(Beginning of Given records)

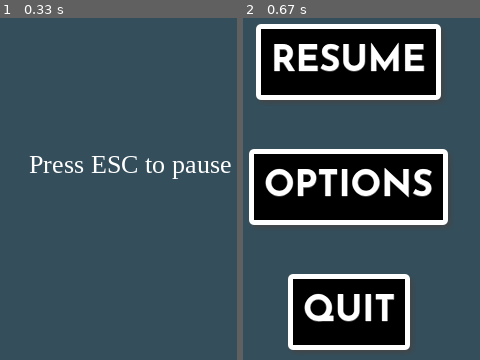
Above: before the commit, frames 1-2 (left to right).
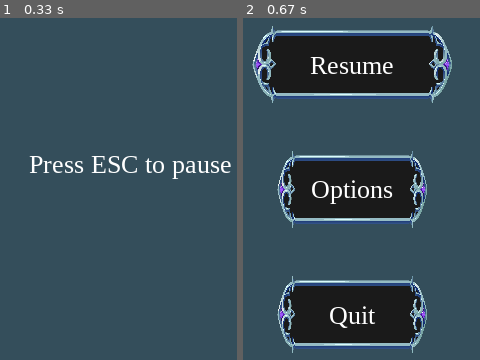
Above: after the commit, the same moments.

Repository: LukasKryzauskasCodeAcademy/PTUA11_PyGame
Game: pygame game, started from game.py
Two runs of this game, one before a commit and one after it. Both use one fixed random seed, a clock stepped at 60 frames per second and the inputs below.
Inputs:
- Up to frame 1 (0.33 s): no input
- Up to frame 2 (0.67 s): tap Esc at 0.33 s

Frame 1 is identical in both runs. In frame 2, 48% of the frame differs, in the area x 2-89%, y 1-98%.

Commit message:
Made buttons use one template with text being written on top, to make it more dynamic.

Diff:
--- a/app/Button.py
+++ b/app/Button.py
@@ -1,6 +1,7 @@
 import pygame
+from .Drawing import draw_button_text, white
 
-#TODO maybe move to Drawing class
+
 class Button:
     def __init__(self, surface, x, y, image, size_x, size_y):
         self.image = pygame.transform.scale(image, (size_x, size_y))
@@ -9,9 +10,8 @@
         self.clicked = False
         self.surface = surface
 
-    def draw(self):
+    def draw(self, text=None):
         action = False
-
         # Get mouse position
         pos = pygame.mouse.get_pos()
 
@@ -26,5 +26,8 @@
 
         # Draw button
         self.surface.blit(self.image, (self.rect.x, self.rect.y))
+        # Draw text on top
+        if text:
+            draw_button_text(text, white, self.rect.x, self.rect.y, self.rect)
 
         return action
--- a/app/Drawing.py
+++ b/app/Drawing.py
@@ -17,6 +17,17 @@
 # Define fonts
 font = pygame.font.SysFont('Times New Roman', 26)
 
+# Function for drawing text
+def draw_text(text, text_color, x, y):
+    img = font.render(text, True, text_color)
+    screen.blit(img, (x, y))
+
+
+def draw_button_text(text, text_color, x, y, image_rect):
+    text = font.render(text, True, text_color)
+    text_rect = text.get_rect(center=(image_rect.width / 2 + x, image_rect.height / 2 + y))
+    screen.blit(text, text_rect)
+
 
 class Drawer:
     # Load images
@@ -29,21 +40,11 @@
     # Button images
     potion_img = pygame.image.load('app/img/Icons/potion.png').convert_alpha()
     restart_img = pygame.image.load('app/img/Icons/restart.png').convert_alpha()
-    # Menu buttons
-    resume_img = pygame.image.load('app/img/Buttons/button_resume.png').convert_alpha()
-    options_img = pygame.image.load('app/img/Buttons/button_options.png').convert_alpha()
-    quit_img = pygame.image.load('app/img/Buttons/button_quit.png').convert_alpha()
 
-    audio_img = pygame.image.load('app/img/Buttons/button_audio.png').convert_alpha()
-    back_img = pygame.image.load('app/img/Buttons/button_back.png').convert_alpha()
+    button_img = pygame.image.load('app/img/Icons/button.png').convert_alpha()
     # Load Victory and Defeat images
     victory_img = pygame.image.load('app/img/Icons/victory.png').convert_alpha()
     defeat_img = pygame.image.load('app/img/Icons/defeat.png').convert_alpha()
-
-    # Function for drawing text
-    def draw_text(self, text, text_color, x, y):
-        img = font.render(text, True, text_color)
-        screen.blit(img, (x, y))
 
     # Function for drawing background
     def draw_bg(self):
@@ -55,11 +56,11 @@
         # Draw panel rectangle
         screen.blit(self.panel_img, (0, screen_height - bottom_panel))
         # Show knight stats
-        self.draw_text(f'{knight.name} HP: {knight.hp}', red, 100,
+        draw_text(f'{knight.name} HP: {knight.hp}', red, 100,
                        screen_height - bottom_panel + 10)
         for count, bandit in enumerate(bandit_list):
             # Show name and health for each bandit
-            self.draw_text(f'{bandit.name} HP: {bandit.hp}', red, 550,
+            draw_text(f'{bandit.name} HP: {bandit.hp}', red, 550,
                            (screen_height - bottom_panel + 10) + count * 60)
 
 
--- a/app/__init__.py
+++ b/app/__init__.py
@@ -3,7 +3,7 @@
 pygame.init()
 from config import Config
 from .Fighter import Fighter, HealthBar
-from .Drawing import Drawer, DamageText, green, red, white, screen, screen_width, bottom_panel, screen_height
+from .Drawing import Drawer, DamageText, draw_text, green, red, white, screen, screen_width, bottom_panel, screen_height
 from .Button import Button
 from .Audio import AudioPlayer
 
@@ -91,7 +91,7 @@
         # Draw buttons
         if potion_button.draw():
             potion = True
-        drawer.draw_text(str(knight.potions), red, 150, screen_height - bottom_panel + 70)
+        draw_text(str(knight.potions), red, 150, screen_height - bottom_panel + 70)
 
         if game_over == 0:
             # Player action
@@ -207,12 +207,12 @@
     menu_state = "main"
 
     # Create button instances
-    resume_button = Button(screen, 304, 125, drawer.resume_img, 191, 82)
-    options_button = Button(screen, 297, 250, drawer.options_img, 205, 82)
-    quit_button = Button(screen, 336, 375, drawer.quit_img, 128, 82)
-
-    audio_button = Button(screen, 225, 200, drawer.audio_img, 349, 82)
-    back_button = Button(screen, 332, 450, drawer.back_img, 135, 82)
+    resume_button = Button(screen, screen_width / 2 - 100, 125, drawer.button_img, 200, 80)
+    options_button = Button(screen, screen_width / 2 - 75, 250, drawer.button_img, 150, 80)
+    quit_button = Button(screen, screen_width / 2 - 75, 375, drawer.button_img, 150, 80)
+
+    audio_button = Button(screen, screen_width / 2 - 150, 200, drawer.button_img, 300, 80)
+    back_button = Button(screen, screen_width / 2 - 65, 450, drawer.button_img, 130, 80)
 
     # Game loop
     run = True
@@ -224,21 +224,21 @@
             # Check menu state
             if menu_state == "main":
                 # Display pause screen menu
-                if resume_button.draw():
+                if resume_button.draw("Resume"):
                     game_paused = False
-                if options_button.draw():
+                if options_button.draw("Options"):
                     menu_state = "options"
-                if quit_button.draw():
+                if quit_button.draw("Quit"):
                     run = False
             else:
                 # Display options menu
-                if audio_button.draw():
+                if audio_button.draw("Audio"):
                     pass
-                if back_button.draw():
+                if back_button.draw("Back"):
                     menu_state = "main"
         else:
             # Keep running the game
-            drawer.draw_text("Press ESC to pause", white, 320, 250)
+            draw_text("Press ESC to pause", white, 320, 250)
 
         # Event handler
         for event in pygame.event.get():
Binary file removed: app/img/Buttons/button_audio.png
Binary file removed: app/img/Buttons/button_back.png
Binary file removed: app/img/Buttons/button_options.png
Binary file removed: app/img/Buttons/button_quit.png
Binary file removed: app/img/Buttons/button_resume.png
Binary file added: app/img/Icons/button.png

(End of Given records)

An exact reproduction of the data is needed, with no pictures included.

Above: before the commit, frames 1-2 (left to right).
Above: after the commit, the same moments.

Repository: LukasKryzauskasCodeAcademy/PTUA11_PyGame
Game: pygame game, started from game.py
Two runs of this game, one before a commit and one after it. Both use one fixed random seed, a clock stepped at 60 frames per second and the inputs below.
Inputs:
- Up to frame 1 (0.33 s): no input
- Up to frame 2 (0.67 s): tap Esc at 0.33 s

Frame 1 is identical in both runs. In frame 2, 48% of the frame differs, in the area x 2-89%, y 1-98%.

Commit message:
Made buttons use one template with text being written on top, to make it more dynamic.

Diff:
--- a/app/Button.py
+++ b/app/Button.py
@@ -1,6 +1,7 @@
 import pygame
+from .Drawing import draw_button_text, white
 
-#TODO maybe move to Drawing class
+
 class Button:
     def __init__(self, surface, x, y, image, size_x, size_y):
         self.image = pygame.transform.scale(image, (size_x, size_y))
@@ -9,9 +10,8 @@
         self.clicked = False
         self.surface = surface
 
-    def draw(self):
+    def draw(self, text=None):
         action = False
-
         # Get mouse position
         pos = pygame.mouse.get_pos()
 
@@ -26,5 +26,8 @@
 
         # Draw button
         self.surface.blit(self.image, (self.rect.x, self.rect.y))
+        # Draw text on top
+        if text:
+            draw_button_text(text, white, self.rect.x, self.rect.y, self.rect)
 
         return action
--- a/app/Drawing.py
+++ b/app/Drawing.py
@@ -17,6 +17,17 @@
 # Define fonts
 font = pygame.font.SysFont('Times New Roman', 26)
 
+# Function for drawing text
+def draw_text(text, text_color, x, y):
+    img = font.render(text, True, text_color)
+    screen.blit(img, (x, y))
+
+
+def draw_button_text(text, text_color, x, y, image_rect):
+    text = font.render(text, True, text_color)
+    text_rect = text.get_rect(center=(image_rect.width / 2 + x, image_rect.height / 2 + y))
+    screen.blit(text, text_rect)
+
 
 class Drawer:
     # Load images
@@ -29,21 +40,11 @@
     # Button images
     potion_img = pygame.image.load('app/img/Icons/potion.png').convert_alpha()
     restart_img = pygame.image.load('app/img/Icons/restart.png').convert_alpha()
-    # Menu buttons
-    resume_img = pygame.image.load('app/img/Buttons/button_resume.png').convert_alpha()
-    options_img = pygame.image.load('app/img/Buttons/button_options.png').convert_alpha()
-    quit_img = pygame.image.load('app/img/Buttons/button_quit.png').convert_alpha()
 
-    audio_img = pygame.image.load('app/img/Buttons/button_audio.png').convert_alpha()
-    back_img = pygame.image.load('app/img/Buttons/button_back.png').convert_alpha()
+    button_img = pygame.image.load('app/img/Icons/button.png').convert_alpha()
     # Load Victory and Defeat images
     victory_img = pygame.image.load('app/img/Icons/victory.png').convert_alpha()
     defeat_img = pygame.image.load('app/img/Icons/defeat.png').convert_alpha()
-
-    # Function for drawing text
-    def draw_text(self, text, text_color, x, y):
-        img = font.render(text, True, text_color)
-        screen.blit(img, (x, y))
 
     # Function for drawing background
     def draw_bg(self):
@@ -55,11 +56,11 @@
         # Draw panel rectangle
         screen.blit(self.panel_img, (0, screen_height - bottom_panel))
         # Show knight stats
-        self.draw_text(f'{knight.name} HP: {knight.hp}', red, 100,
+        draw_text(f'{knight.name} HP: {knight.hp}', red, 100,
                        screen_height - bottom_panel + 10)
         for count, bandit in enumerate(bandit_list):
             # Show name and health for each bandit
-            self.draw_text(f'{bandit.name} HP: {bandit.hp}', red, 550,
+            draw_text(f'{bandit.name} HP: {bandit.hp}', red, 550,
                            (screen_height - bottom_panel + 10) + count * 60)
 
 
--- a/app/__init__.py
+++ b/app/__init__.py
@@ -3,7 +3,7 @@
 pygame.init()
 from config import Config
 from .Fighter import Fighter, HealthBar
-from .Drawing import Drawer, DamageText, green, red, white, screen, screen_width, bottom_panel, screen_height
+from .Drawing import Drawer, DamageText, draw_text, green, red, white, screen, screen_width, bottom_panel, screen_height
 from .Button import Button
 from .Audio import AudioPlayer
 
@@ -91,7 +91,7 @@
         # Draw buttons
         if potion_button.draw():
             potion = True
-        drawer.draw_text(str(knight.potions), red, 150, screen_height - bottom_panel + 70)
+        draw_text(str(knight.potions), red, 150, screen_height - bottom_panel + 70)
 
         if game_over == 0:
             # Player action
@@ -207,12 +207,12 @@
     menu_state = "main"
 
     # Create button instances
-    resume_button = Button(screen, 304, 125, drawer.resume_img, 191, 82)
-    options_button = Button(screen, 297, 250, drawer.options_img, 205, 82)
-    quit_button = Button(screen, 336, 375, drawer.quit_img, 128, 82)
-
-    audio_button = Button(screen, 225, 200, drawer.audio_img, 349, 82)
-    back_button = Button(screen, 332, 450, drawer.back_img, 135, 82)
+    resume_button = Button(screen, screen_width / 2 - 100, 125, drawer.button_img, 200, 80)
+    options_button = Button(screen, screen_width / 2 - 75, 250, drawer.button_img, 150, 80)
+    quit_button = Button(screen, screen_width / 2 - 75, 375, drawer.button_img, 150, 80)
+
+    audio_button = Button(screen, screen_width / 2 - 150, 200, drawer.button_img, 300, 80)
+    back_button = Button(screen, screen_width / 2 - 65, 450, drawer.button_img, 130, 80)
 
     # Game loop
     run = True
@@ -224,21 +224,21 @@
             # Check menu state
             if menu_state == "main":
                 # Display pause screen menu
-                if resume_button.draw():
+                if resume_button.draw("Resume"):
                     game_paused = False
-                if options_button.draw():
+                if options_button.draw("Options"):
                     menu_state = "options"
-                if quit_button.draw():
+                if quit_button.draw("Quit"):
                     run = False
             else:
                 # Display options menu
-                if audio_button.draw():
+                if audio_button.draw("Audio"):
                     pass
-                if back_button.draw():
+                if back_button.draw("Back"):
                     menu_state = "main"
         else:
             # Keep running the game
-            drawer.draw_text("Press ESC to pause", white, 320, 250)
+            draw_text("Press ESC to pause", white, 320, 250)
 
         # Event handler
         for event in pygame.event.get():
Binary file removed: app/img/Buttons/button_audio.png
Binary file removed: app/img/Buttons/button_back.png
Binary file removed: app/img/Buttons/button_options.png
Binary file removed: app/img/Buttons/button_quit.png
Binary file removed: app/img/Buttons/button_resume.png
Binary file added: app/img/Icons/button.png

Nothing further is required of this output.